# Lluesty Hospital, Holywell May 2017



## mookster (May 30, 2017)

Myself and Landie Man had been on and off planning a Wales excursion for the last few months and finally put the plan into action over the long weekend. We saw a few great places and one truly awful place (more on that later!) and kicked off our trip with Lluesty Hospital in north Wales.

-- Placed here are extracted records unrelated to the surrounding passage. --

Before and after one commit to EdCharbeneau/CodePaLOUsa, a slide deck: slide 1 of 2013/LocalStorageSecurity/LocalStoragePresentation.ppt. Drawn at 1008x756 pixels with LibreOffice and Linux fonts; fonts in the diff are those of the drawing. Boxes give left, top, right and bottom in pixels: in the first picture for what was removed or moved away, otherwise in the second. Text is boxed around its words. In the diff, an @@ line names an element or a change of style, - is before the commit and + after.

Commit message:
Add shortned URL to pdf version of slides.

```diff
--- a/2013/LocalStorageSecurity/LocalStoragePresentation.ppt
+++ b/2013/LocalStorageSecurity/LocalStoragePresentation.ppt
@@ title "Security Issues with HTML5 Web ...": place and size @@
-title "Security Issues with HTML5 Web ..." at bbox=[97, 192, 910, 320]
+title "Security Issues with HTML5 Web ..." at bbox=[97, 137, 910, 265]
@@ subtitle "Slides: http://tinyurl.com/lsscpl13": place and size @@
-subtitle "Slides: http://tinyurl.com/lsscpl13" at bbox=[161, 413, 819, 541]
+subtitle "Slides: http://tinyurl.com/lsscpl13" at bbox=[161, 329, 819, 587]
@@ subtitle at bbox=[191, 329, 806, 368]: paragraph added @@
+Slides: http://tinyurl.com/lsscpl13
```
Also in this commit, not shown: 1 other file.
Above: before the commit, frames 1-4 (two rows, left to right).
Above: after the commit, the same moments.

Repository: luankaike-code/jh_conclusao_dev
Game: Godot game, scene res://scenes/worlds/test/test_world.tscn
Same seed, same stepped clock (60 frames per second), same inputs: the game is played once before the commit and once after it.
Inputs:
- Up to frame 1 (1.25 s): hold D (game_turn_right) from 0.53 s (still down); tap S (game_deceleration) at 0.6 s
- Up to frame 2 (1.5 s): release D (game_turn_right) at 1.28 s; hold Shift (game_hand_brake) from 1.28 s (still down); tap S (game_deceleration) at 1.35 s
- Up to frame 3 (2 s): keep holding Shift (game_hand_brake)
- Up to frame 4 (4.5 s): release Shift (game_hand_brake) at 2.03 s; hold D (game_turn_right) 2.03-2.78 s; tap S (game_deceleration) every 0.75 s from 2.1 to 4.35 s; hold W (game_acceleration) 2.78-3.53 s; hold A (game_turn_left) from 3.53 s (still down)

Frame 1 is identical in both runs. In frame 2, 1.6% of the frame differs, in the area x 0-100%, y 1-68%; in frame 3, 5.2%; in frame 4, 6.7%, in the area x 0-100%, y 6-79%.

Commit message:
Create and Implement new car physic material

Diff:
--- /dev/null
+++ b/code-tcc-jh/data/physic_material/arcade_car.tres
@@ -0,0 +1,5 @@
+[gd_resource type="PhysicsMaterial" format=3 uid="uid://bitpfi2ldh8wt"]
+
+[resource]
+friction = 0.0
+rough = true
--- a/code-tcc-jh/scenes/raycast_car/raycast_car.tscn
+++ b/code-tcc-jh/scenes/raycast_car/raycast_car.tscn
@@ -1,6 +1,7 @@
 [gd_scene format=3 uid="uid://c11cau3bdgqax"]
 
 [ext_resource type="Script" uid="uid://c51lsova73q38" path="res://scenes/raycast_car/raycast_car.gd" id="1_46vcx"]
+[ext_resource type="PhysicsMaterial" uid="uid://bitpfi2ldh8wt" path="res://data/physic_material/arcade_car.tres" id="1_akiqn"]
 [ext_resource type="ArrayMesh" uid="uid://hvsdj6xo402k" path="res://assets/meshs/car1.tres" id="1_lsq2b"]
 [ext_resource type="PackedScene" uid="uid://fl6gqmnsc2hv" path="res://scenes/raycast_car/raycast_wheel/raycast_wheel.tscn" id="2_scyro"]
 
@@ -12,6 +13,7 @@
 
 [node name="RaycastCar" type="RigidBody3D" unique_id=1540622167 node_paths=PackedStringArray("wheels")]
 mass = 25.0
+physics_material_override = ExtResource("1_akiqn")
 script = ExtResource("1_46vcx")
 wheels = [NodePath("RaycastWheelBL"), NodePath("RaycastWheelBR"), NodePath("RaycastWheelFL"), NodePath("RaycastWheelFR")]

Lluesty Hospital was a former Victorian workhouse turned hospital which closed in 2008 after the opening of Holywell Community Hospital nearby. The buildings have decayed quite badly over the years and it looks as if we turned up just in time, as there is now asbestos removal going on in the old boiler house with the doorways sealed by the blue sheets and decontamination showers outside, the roof tiles are stripped off about a quarter of the old workhouse buildings and the insides are being gutted as well.

We had a relaxed wander round for my milestone 500th photographed explore, but I only managed two external shots before the battery in my camera died and with the rain coming down I didn't fancy changing it.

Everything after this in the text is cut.